* [Activity]:
What is needed is an exact retyping of the records below, from the first line through the line that contains "- Up to frame 3".

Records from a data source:
- - -

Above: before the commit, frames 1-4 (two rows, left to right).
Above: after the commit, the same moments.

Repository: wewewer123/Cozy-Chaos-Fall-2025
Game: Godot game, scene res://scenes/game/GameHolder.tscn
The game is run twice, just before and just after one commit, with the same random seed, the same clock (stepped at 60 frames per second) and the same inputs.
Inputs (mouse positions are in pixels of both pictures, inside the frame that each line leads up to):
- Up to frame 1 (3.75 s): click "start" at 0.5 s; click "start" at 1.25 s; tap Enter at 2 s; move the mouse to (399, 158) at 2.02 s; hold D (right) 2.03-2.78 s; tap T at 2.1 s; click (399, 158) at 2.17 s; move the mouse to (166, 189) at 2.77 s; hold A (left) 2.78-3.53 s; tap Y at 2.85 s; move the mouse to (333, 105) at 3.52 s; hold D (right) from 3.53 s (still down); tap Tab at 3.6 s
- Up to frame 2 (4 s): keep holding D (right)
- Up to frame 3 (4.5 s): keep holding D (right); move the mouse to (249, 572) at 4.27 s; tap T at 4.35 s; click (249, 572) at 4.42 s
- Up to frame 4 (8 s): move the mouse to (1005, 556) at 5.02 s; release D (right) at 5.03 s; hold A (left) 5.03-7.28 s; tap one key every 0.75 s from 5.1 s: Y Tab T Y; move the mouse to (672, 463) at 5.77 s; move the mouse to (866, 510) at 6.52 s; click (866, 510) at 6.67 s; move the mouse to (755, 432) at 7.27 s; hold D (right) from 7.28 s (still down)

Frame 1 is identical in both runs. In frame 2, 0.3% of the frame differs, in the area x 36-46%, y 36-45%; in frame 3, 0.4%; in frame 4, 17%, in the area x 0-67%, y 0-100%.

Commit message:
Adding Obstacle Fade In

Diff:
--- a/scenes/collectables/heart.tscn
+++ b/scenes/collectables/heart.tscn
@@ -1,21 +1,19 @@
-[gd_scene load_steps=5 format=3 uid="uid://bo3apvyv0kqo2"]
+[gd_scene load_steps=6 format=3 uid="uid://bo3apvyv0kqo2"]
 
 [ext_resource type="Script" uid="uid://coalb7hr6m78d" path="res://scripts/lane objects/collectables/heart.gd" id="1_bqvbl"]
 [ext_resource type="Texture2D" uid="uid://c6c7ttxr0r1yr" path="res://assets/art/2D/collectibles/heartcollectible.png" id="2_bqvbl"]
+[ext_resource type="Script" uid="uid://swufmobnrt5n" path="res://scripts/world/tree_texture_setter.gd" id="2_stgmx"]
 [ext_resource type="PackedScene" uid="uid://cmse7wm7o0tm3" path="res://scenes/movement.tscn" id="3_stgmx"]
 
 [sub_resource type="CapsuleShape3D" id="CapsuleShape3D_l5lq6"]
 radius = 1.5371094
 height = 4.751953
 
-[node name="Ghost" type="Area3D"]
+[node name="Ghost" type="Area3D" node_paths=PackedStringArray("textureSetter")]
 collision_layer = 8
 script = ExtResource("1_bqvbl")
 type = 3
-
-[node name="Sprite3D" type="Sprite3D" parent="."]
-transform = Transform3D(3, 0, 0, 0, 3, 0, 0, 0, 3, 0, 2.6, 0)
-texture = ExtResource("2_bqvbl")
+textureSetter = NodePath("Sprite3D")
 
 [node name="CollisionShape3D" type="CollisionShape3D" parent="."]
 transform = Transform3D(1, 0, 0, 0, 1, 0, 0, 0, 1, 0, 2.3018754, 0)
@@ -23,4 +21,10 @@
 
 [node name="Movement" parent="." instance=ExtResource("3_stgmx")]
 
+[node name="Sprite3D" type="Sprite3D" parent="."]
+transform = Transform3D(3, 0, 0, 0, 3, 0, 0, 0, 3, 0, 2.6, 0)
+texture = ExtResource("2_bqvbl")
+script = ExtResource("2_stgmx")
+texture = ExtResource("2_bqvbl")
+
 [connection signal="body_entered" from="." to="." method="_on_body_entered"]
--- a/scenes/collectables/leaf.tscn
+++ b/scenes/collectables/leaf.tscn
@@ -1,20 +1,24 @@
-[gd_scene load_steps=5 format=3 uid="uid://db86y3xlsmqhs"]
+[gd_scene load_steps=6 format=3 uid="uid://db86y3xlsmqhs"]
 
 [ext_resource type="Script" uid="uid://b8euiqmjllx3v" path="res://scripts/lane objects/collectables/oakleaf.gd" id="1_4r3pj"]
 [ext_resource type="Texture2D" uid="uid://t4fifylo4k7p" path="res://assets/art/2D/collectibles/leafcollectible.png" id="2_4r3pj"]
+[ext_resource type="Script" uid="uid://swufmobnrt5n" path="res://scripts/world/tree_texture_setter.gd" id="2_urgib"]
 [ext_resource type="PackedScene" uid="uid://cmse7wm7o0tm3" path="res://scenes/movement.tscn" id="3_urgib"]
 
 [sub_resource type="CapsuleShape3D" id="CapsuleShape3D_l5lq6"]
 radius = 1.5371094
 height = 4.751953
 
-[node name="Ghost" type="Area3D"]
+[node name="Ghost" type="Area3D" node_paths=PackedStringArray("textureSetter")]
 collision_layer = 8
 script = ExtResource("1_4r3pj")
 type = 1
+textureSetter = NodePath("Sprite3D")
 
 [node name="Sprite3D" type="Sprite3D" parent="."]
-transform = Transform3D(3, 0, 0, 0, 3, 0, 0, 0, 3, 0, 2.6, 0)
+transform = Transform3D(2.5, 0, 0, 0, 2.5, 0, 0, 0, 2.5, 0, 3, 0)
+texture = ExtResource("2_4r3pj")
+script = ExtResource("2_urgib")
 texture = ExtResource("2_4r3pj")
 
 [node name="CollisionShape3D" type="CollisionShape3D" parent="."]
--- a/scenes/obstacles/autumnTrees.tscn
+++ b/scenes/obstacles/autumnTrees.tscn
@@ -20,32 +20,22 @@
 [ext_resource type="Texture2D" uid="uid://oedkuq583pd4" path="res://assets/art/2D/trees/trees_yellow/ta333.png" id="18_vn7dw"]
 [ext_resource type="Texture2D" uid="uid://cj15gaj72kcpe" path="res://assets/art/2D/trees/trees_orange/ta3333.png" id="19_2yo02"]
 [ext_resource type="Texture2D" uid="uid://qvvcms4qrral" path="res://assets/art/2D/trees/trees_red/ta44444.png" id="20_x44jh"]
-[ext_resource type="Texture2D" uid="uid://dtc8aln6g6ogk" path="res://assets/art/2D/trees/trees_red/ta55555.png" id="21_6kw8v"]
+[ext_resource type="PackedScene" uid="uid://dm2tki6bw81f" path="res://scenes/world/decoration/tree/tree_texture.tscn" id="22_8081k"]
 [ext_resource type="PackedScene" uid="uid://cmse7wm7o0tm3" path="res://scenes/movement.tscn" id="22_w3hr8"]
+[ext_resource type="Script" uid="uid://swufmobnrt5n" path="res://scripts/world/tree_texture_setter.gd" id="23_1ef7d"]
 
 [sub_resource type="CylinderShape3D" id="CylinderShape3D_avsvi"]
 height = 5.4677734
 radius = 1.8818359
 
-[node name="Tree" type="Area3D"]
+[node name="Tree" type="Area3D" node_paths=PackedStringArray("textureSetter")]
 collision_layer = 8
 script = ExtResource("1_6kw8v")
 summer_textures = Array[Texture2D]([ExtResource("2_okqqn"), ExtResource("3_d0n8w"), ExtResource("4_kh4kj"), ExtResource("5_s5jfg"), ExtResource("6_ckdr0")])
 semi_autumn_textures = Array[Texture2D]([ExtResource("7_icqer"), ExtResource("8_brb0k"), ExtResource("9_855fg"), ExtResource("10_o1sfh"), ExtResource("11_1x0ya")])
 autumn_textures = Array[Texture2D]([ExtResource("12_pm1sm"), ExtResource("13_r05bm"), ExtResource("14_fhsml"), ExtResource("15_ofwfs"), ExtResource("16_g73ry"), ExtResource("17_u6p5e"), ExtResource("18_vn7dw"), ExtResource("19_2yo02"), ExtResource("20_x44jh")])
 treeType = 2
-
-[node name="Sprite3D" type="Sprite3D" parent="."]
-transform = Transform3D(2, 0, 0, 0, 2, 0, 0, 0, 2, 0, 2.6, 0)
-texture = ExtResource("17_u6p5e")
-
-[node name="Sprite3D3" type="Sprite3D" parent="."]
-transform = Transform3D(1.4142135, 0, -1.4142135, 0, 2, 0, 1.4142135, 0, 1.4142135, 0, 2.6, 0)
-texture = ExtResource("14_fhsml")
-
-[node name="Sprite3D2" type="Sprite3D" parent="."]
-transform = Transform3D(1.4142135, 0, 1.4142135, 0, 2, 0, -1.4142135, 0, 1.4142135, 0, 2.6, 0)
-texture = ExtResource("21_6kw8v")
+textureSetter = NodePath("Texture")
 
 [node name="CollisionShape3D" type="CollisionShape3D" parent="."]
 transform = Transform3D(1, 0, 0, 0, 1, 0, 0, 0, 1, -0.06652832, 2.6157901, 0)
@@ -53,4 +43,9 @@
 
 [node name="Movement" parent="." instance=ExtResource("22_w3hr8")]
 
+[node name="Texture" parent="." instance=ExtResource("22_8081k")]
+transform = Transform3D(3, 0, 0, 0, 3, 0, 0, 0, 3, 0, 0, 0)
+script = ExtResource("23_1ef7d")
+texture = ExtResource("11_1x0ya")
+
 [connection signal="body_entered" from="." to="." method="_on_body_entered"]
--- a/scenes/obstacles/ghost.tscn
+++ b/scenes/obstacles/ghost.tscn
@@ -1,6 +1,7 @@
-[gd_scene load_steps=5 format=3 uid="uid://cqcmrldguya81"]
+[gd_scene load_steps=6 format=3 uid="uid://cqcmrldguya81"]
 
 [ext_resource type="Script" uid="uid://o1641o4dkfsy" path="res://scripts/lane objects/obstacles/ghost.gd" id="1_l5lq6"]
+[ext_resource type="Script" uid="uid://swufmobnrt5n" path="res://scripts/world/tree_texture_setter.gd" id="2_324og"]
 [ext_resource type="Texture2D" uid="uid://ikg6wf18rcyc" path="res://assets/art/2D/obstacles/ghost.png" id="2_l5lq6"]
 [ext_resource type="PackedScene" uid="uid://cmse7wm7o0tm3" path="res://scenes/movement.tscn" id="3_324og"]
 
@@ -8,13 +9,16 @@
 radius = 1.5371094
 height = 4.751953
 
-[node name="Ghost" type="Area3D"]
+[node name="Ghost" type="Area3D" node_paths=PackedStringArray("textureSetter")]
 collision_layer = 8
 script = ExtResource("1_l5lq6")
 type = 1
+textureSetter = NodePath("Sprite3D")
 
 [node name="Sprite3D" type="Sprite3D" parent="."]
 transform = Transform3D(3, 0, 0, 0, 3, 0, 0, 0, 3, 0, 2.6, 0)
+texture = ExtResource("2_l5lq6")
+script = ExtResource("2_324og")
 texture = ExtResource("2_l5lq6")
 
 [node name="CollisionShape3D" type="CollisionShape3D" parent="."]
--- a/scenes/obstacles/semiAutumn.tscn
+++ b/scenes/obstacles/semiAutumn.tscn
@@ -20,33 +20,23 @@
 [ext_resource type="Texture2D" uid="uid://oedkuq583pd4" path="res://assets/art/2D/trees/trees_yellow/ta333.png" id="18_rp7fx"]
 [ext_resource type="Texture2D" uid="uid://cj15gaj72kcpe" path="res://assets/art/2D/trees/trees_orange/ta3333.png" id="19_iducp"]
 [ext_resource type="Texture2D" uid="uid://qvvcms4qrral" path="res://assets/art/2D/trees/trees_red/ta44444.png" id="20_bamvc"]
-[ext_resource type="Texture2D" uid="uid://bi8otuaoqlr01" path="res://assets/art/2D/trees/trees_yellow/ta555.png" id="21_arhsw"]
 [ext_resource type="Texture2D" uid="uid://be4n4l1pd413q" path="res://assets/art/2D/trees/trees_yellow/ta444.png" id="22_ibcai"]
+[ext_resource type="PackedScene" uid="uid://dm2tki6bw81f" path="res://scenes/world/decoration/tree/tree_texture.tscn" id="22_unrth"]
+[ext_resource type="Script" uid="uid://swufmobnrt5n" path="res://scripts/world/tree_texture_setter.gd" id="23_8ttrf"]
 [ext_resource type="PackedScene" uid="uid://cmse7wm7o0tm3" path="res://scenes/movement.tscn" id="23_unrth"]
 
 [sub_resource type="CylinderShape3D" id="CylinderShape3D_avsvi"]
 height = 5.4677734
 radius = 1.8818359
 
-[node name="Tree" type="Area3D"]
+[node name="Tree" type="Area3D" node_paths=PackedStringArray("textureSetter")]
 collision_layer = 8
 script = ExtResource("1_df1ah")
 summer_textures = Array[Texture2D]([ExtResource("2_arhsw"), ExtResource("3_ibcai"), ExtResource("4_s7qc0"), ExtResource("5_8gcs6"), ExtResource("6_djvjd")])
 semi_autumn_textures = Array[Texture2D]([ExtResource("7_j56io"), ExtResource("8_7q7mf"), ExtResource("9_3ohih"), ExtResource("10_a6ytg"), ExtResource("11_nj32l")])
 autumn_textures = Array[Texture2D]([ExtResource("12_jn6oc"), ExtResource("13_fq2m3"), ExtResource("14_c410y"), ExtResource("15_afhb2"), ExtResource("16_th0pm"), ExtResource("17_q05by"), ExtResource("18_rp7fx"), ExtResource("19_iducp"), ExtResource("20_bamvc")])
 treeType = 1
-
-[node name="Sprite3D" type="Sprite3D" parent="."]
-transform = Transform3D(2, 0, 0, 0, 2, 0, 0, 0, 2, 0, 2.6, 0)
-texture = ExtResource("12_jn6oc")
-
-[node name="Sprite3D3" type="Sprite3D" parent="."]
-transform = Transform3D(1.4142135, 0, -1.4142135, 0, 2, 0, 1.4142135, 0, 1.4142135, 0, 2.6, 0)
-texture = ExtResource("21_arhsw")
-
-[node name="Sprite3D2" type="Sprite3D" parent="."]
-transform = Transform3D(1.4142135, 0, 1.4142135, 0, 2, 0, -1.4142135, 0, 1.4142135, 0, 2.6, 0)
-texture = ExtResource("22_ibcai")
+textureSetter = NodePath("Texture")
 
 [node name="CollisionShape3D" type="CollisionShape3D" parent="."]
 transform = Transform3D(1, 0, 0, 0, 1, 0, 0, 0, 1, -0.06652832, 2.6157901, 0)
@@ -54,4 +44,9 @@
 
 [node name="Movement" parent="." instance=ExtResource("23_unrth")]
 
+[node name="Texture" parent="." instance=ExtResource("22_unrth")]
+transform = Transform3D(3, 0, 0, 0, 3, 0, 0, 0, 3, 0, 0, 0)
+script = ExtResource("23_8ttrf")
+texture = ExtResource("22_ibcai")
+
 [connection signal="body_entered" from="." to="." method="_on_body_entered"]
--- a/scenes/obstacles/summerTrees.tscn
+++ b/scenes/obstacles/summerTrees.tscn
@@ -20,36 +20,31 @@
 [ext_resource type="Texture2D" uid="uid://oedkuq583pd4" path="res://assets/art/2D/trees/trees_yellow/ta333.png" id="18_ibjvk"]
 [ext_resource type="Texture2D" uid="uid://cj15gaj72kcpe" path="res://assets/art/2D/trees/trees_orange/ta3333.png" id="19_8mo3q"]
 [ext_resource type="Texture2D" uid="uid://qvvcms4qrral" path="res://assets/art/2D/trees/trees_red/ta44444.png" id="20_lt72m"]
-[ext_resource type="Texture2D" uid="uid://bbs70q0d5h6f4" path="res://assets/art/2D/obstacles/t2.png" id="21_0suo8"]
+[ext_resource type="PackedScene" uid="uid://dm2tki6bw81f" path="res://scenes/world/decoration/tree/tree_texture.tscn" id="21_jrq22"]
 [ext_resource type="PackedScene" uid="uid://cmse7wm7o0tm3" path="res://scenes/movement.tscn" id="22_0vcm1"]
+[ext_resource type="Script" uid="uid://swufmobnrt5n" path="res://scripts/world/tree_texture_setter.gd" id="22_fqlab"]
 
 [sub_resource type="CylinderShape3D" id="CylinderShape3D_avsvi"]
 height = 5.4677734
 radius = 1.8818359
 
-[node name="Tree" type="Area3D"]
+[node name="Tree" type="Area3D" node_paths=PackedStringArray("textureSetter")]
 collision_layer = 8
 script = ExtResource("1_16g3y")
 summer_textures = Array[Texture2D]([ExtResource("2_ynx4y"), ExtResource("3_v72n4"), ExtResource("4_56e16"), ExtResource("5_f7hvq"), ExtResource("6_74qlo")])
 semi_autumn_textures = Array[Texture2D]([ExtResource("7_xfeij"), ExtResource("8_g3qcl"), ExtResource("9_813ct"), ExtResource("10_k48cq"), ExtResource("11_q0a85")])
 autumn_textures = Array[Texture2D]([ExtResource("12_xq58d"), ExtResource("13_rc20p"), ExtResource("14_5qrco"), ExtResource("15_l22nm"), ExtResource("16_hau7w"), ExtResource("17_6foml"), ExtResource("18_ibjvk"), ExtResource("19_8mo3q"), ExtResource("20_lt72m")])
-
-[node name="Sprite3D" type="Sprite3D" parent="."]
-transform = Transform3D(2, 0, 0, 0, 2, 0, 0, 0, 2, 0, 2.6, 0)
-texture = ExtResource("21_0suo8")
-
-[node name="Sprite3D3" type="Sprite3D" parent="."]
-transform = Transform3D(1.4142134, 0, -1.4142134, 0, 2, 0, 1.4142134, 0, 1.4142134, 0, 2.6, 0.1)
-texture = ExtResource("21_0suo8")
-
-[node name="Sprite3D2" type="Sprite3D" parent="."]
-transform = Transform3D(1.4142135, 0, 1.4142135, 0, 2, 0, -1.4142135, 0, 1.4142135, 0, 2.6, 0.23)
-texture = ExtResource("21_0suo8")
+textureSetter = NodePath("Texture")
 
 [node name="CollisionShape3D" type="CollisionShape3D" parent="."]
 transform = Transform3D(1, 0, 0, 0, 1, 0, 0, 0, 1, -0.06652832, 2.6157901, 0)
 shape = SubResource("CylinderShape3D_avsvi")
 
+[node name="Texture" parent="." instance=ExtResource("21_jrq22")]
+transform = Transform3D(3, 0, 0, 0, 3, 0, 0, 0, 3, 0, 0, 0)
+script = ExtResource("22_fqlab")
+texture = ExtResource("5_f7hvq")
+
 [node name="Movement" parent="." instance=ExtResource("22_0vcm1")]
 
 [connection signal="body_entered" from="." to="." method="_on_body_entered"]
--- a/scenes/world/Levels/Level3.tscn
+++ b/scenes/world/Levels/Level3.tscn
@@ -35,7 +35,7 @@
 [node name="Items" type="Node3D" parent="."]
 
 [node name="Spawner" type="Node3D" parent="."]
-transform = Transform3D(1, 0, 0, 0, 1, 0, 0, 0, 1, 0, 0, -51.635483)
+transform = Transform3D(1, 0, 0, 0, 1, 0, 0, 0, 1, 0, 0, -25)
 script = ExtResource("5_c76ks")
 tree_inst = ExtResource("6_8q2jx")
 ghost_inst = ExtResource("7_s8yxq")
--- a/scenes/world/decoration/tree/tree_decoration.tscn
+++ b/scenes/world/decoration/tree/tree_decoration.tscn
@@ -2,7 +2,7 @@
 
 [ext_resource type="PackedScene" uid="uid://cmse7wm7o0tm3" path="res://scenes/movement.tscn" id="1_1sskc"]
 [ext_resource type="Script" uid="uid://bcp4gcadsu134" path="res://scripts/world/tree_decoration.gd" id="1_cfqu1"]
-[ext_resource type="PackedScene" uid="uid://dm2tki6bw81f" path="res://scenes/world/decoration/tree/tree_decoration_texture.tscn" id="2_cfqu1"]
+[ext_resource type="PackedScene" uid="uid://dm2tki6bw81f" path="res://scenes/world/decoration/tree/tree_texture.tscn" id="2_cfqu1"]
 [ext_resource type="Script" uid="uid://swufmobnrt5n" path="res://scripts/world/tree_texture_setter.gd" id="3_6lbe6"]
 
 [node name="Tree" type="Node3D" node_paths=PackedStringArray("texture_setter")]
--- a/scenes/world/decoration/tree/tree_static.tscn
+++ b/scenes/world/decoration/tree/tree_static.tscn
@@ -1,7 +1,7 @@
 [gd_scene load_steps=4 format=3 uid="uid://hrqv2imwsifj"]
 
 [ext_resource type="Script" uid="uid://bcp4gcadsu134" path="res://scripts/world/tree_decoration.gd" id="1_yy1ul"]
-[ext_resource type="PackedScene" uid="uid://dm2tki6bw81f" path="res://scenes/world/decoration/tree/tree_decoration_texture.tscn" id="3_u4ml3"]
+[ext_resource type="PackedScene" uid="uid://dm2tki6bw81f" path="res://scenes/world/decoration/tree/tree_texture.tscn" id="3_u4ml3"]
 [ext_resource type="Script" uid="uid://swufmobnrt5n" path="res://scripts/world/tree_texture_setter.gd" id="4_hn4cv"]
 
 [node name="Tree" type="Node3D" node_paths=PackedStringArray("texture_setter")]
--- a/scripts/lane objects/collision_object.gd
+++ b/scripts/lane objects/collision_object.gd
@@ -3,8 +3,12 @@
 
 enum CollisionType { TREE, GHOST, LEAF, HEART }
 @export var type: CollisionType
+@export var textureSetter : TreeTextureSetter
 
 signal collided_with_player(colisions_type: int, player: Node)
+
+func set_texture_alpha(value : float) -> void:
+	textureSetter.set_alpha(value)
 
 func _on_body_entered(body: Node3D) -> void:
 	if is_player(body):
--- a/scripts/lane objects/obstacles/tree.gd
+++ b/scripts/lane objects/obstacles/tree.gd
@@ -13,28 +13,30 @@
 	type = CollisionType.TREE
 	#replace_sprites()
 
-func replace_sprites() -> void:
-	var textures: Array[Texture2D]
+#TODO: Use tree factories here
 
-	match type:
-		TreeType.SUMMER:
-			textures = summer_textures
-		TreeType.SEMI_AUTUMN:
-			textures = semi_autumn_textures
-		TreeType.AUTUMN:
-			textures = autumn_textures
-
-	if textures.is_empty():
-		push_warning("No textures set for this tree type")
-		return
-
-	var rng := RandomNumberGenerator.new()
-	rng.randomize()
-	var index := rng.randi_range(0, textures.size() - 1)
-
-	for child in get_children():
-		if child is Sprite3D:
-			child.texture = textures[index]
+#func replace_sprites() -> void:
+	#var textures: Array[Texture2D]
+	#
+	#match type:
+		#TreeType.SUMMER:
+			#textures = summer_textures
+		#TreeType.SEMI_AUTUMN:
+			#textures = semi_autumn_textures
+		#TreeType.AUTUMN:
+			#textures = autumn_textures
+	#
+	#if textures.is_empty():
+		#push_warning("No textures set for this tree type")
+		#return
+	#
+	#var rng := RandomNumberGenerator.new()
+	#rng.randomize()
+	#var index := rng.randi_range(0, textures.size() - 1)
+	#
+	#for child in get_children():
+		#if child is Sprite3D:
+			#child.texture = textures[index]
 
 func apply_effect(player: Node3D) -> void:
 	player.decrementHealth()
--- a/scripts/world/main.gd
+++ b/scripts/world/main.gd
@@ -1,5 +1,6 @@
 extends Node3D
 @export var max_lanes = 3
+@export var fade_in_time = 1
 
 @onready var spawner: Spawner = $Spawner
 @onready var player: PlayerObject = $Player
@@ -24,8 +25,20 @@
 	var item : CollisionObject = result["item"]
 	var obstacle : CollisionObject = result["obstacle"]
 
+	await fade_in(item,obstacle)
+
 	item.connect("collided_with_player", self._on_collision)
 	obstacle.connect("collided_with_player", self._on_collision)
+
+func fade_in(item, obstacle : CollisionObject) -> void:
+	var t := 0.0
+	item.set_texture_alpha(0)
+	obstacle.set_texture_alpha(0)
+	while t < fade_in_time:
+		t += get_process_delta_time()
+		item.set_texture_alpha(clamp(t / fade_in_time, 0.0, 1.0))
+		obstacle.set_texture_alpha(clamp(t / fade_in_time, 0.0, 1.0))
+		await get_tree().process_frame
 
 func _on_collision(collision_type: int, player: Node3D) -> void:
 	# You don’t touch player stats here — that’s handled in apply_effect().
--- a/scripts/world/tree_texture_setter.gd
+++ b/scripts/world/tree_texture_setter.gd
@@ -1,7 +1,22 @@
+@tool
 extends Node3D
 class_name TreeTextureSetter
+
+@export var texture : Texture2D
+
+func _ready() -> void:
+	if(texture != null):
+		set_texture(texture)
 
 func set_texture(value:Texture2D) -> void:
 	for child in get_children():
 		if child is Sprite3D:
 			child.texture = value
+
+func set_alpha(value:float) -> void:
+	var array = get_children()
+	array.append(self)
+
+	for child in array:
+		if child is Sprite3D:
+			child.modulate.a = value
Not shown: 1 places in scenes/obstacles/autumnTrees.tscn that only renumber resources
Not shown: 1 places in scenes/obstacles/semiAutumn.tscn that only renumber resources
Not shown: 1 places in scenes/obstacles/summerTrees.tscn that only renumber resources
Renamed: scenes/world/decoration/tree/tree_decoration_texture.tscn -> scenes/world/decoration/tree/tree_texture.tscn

- - -

* [Task result]:
Above: before the commit, frames 1-4 (two rows, left to right).
Above: after the commit, the same moments.

Repository: wewewer123/Cozy-Chaos-Fall-2025
Game: Godot game, scene res://scenes/game/GameHolder.tscn
The game is run twice, just before and just after one commit, with the same random seed, the same clock (stepped at 60 frames per second) and the same inputs.
Inputs (mouse positions are in pixels of both pictures, inside the frame that each line leads up to):
- Up to frame 1 (3.75 s): click "start" at 0.5 s; click "start" at 1.25 s; tap Enter at 2 s; move the mouse to (399, 158) at 2.02 s; hold D (right) 2.03-2.78 s; tap T at 2.1 s; click (399, 158) at 2.17 s; move the mouse to (166, 189) at 2.77 s; hold A (left) 2.78-3.53 s; tap Y at 2.85 s; move the mouse to (333, 105) at 3.52 s; hold D (right) from 3.53 s (still down); tap Tab at 3.6 s
- Up to frame 2 (4 s): keep holding D (right)
- Up to frame 3 (4.5 s): keep holding D (right); move the mouse to (249, 572) at 4.27 s; tap T at 4.35 s; click (249, 572) at 4.42 s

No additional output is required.